In the recent past I had a number of occasions to travel across Europe aboard super fast Eurorail. Because Eurorail travels mostly across EU countries there are no customs and immigration formalities. These are things done in the port of entry, normally at airports. I was entering Switzerland from Germany. Switzerland is not a member of EU. The train stopped at a small station in the Swiss-German boarder. Three immigration police with a pair of sniffer dogs walked through the compartments greetings the passengers. The dogs were sniffing for drugs and arms. The trained immigration police were looking for illegal immigrants and randomly would check IDs. They stopped by me and asked for my ID. I handed over my passport with the Swiss visa. The officer smiled at me. No questions asked. 'Enjoy your stay in Switzerland' said the smiling officer and walked into the next compartment. The entire exercise took no less than half an hour and the train was much longer than the Moitree Express. It was summer of 1989 when I made my first journey to continental Europe from London. I took London-Paris National Bus. The customs and immigration formalities at Dover (UK) and Calais (France) were identical. You carry your luggage from the bus and put them on the customs carousel to be passed through a scanner. The inspection of travel documents takes no more than a minute per passenger and you could sip a hot cup of coffee in the immigration centre coffee shop while other passengers complete their immigration and customs formalities. The only noticeable difference was the presence of heavily armed French police in Calais holding sniffer dogs in one hand and the automatic sub machine gun on the other.

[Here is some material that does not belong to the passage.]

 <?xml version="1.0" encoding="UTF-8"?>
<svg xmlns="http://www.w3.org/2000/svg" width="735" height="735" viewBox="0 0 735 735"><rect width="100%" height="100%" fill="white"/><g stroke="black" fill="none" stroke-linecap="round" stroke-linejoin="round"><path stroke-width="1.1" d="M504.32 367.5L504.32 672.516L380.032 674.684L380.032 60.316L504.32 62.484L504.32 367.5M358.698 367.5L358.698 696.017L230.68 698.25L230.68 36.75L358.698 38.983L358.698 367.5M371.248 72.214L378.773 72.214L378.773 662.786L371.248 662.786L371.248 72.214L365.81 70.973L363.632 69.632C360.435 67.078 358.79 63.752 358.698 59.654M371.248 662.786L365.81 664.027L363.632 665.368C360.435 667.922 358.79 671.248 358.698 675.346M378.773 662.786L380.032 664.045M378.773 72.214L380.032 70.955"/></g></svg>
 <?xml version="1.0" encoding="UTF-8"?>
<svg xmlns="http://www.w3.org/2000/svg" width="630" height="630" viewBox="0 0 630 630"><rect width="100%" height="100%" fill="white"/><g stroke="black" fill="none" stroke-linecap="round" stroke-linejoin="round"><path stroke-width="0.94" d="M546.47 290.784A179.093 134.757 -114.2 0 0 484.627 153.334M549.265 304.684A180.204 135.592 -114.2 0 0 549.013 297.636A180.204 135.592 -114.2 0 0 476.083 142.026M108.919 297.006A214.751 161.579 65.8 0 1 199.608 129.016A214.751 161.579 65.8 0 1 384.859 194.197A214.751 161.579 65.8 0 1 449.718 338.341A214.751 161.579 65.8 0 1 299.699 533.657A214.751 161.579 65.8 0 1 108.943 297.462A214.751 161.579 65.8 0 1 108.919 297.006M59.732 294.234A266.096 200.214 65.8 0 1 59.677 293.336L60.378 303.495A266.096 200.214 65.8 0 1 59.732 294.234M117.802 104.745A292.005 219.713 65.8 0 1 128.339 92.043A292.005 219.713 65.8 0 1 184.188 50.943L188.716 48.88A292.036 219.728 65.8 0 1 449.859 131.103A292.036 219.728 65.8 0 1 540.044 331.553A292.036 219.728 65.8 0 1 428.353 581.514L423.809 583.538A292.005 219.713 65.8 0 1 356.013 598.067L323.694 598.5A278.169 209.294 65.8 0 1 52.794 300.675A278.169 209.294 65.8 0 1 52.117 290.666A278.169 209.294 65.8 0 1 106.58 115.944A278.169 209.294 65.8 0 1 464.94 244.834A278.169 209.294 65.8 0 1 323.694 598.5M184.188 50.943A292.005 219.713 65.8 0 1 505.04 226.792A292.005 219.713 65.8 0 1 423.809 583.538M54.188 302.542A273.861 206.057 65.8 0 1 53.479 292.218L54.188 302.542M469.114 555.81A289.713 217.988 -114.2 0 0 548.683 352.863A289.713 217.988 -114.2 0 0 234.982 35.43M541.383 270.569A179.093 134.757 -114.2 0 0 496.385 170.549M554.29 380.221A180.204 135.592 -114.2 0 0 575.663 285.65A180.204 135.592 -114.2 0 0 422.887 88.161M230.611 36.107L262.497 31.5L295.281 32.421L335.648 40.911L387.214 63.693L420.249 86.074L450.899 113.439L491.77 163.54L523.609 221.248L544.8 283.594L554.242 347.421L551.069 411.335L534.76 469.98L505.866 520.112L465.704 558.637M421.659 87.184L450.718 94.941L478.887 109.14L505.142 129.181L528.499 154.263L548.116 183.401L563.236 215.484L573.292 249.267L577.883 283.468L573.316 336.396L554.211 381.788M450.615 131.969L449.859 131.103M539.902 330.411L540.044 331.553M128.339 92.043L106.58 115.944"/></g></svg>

I was planning to take my family for vacation to India and travel aboard Moitree Express this summer. But whatever experiences the first few hundred passengers had to share has made me redo my plans. I do not want to go through all the hassles that the Moitree passengers have experienced. I have other options. I will wait. But I surely want Moitree Express to be a successful venture and not experience the fate of Dhaka-Agartala bus service. The policy planners just need to be more realistic and professional. Neighbourly friendship matters.